Stored records
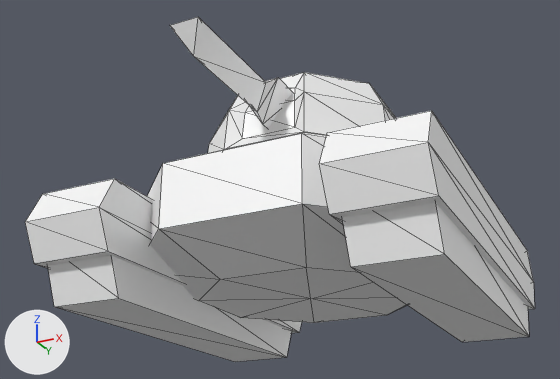
What one commit did to the FBX model Assets/Tower Defence/Art/Models/Tank.fbx.
Both versions are drawn from a 50 mm lens placed at (1.52, -3.37, -0.8), pointed at (-0.09, -0.15, 0.65). The axes (+X, +Y, +Z) are drawn at lower left. The lights are the same throughout. Mesh edges are drawn as thin lines. Where no turn or scale is listed for an object, it has been applied to the vertices.

The scene before the commit, as lines of its bpy script (objects in view):
```python
me_mesh = bpy.data.meshes.new('Mesh')
me_mesh.from_pydata(...)  # 73 vertices, 119 faces; spans x -0.9..0.9, y -1.01..1.01, z 0.0..0.75
me_mesh.materials.append(mat_blinn1)  # its picture is missing
# before: 2 (-0.88, -0.91, 0.27), 3 (-0.52, -0.91, 0.27), 4 (-0.88, 0.91, 0.27), 5 (-0.52, 0.91, 0.27), 8 (-0.9, -0.93, 0.17) at pixel (34, 263)
# before: 9 (-0.5, -0.93, 0.17) at pixel (108, 251), 14 (-0.9, 0.93, 0.17), 15 (-0.5, 0.93, 0.17) at pixel (299, 332)
# before: 22 (0.52, -0.91, 0.27), 23 (0.88, -0.91, 0.27), 24 (0.52, 0.91, 0.27), 25 (0.88, 0.91, 0.27), 28 (0.5, -0.93, 0.17) at pixel (329, 214)
# before: 29 (0.9, -0.93, 0.17) at pixel (438, 195), 34 (0.5, 0.93, 0.17), 35 (0.9, 0.93, 0.17) at pixel (534, 308)
me_mesh_001 = bpy.data.meshes.new('Mesh.001')
me_mesh_001.from_pydata(...)  # 12 vertices, 20 faces; spans x -0.055..0.166, y -0.818..0.0, z -0.096..0.096
me_mesh_001.materials.append(mat_blinn1)  # its picture is missing
me_mesh_002 = bpy.data.meshes.new('Mesh.002')
me_mesh_002.from_pydata(...)  # 39 vertices, 71 faces; spans x -0.505..0.505, y -0.505..0.505, z 0.0..0.516
me_mesh_002.materials.append(mat_blinn1_001)  # its picture is missing
ob_tankbarrel = bpy.data.objects.new('TankBarrel', me_mesh_001)
ob_tankbarrel.location = (-0.055, -0.375, 0.925)
ob_tankbody = bpy.data.objects.new('TankBody', me_mesh)
ob_tankbody.location = (0.0, 0.0, 0.0)
ob_tankturret = bpy.data.objects.new('TankTurret', me_mesh_002)
ob_tankturret.location = (0.0, 0.0, 0.746)
```
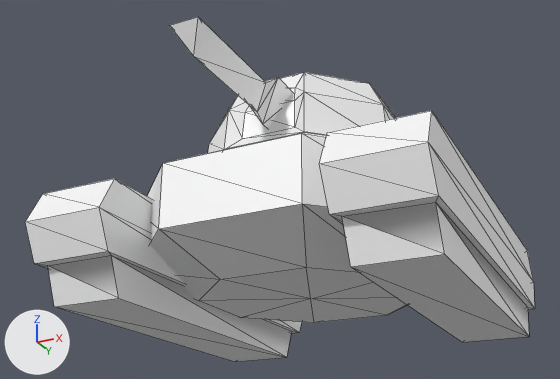
Where the change shows, as pixel boxes [x1, y1, x2, y2] in the pictures (560 x 379 px):
part 1 of me_mesh, built on: [34, 251, 298, 357] in both
part 2 of me_mesh, built on: [330, 196, 534, 336] in both

What the commit changed:
me_mesh has 73 vertices, 119 faces and spans x -0.9..0.9, y -1.01..1.01, z 0.0..0.75.
me_mesh is used by ob_tankbody; location (0.0, 0.0, 0.0).
Verts and faces of me_mesh; kept vertices keep their numbers, new ones are numbered from 73.
Part 1, on me_mesh:
Faces deleted: (8, 14, 15), (8, 15, 9).
Vertex 2 moves to (-0.88, -0.87, 0.17), pixel (47, 265).
Vertex 3 moves to (-0.52, -0.87, 0.17), pixel (111, 255).
Vertex 4 moves to (-0.88, 0.87, 0.17).
Vertex 5 moves to (-0.52, 0.87, 0.17), pixel (291, 331).
New faces: (2, 3, 9, 8), (3, 5, 15, 9), (4, 14, 15, 5), (2, 8, 14, 4).
Part 2, on me_mesh:
Faces deleted: (28, 34, 35), (28, 35, 29).
Vertex 22 moves to (0.52, -0.88, 0.17), pixel (341, 216).
Vertex 23 moves to (0.88, -0.87, 0.17), pixel (435, 202).
Vertex 24 moves to (0.52, 0.87, 0.17).
Vertex 25 moves to (0.88, 0.87, 0.17), pixel (527, 307).
New faces: (22, 28, 34, 24), (24, 34, 35, 25), (22, 23, 29, 28), (23, 25, 35, 29).

* _HOW TO COMPLETE THIS TASK_: Once the pictures are set aside, repeat the data above exactly.

* _SOLUTION TO THIS TASK_:
What one commit did to the FBX model Assets/Tower Defence/Art/Models/Tank.fbx.
Both versions are drawn from a 50 mm lens placed at (1.52, -3.37, -0.8), pointed at (-0.09, -0.15, 0.65). The axes (+X, +Y, +Z) are drawn at lower left. The lights are the same throughout. Mesh edges are drawn as thin lines. Where no turn or scale is listed for an object, it has been applied to the vertices.

The scene before the commit, as lines of its bpy script (objects in view):
```python
me_mesh = bpy.data.meshes.new('Mesh')
me_mesh.from_pydata(...)  # 73 vertices, 119 faces; spans x -0.9..0.9, y -1.01..1.01, z 0.0..0.75
me_mesh.materials.append(mat_blinn1)  # its picture is missing
# before: 2 (-0.88, -0.91, 0.27), 3 (-0.52, -0.91, 0.27), 4 (-0.88, 0.91, 0.27), 5 (-0.52, 0.91, 0.27), 8 (-0.9, -0.93, 0.17) at pixel (34, 263)
# before: 9 (-0.5, -0.93, 0.17) at pixel (108, 251), 14 (-0.9, 0.93, 0.17), 15 (-0.5, 0.93, 0.17) at pixel (299, 332)
# before: 22 (0.52, -0.91, 0.27), 23 (0.88, -0.91, 0.27), 24 (0.52, 0.91, 0.27), 25 (0.88, 0.91, 0.27), 28 (0.5, -0.93, 0.17) at pixel (329, 214)
# before: 29 (0.9, -0.93, 0.17) at pixel (438, 195), 34 (0.5, 0.93, 0.17), 35 (0.9, 0.93, 0.17) at pixel (534, 308)
me_mesh_001 = bpy.data.meshes.new('Mesh.001')
me_mesh_001.from_pydata(...)  # 12 vertices, 20 faces; spans x -0.055..0.166, y -0.818..0.0, z -0.096..0.096
me_mesh_001.materials.append(mat_blinn1)  # its picture is missing
me_mesh_002 = bpy.data.meshes.new('Mesh.002')
me_mesh_002.from_pydata(...)  # 39 vertices, 71 faces; spans x -0.505..0.505, y -0.505..0.505, z 0.0..0.516
me_mesh_002.materials.append(mat_blinn1_001)  # its picture is missing
ob_tankbarrel = bpy.data.objects.new('TankBarrel', me_mesh_001)
ob_tankbarrel.location = (-0.055, -0.375, 0.925)
ob_tankbody = bpy.data.objects.new('TankBody', me_mesh)
ob_tankbody.location = (0.0, 0.0, 0.0)
ob_tankturret = bpy.data.objects.new('TankTurret', me_mesh_002)
ob_tankturret.location = (0.0, 0.0, 0.746)
```
Where the change shows, as pixel boxes [x1, y1, x2, y2] in the pictures (560 x 379 px):
part 1 of me_mesh, built on: [34, 251, 298, 357] in both
part 2 of me_mesh, built on: [330, 196, 534, 336] in both

What the commit changed:
me_mesh has 73 vertices, 119 faces and spans x -0.9..0.9, y -1.01..1.01, z 0.0..0.75.
me_mesh is used by ob_tankbody; location (0.0, 0.0, 0.0).
Verts and faces of me_mesh; kept vertices keep their numbers, new ones are numbered from 73.
Part 1, on me_mesh:
Faces deleted: (8, 14, 15), (8, 15, 9).
Vertex 2 moves to (-0.88, -0.87, 0.17), pixel (47, 265).
Vertex 3 moves to (-0.52, -0.87, 0.17), pixel (111, 255).
Vertex 4 moves to (-0.88, 0.87, 0.17).
Vertex 5 moves to (-0.52, 0.87, 0.17), pixel (291, 331).
New faces: (2, 3, 9, 8), (3, 5, 15, 9), (4, 14, 15, 5), (2, 8, 14, 4).
Part 2, on me_mesh:
Faces deleted: (28, 34, 35), (28, 35, 29).
Vertex 22 moves to (0.52, -0.88, 0.17), pixel (341, 216).
Vertex 23 moves to (0.88, -0.87, 0.17), pixel (435, 202).
Vertex 24 moves to (0.52, 0.87, 0.17).
Vertex 25 moves to (0.88, 0.87, 0.17), pixel (527, 307).
New faces: (22, 28, 34, 24), (24, 34, 35, 25), (22, 23, 29, 28), (23, 25, 35, 29).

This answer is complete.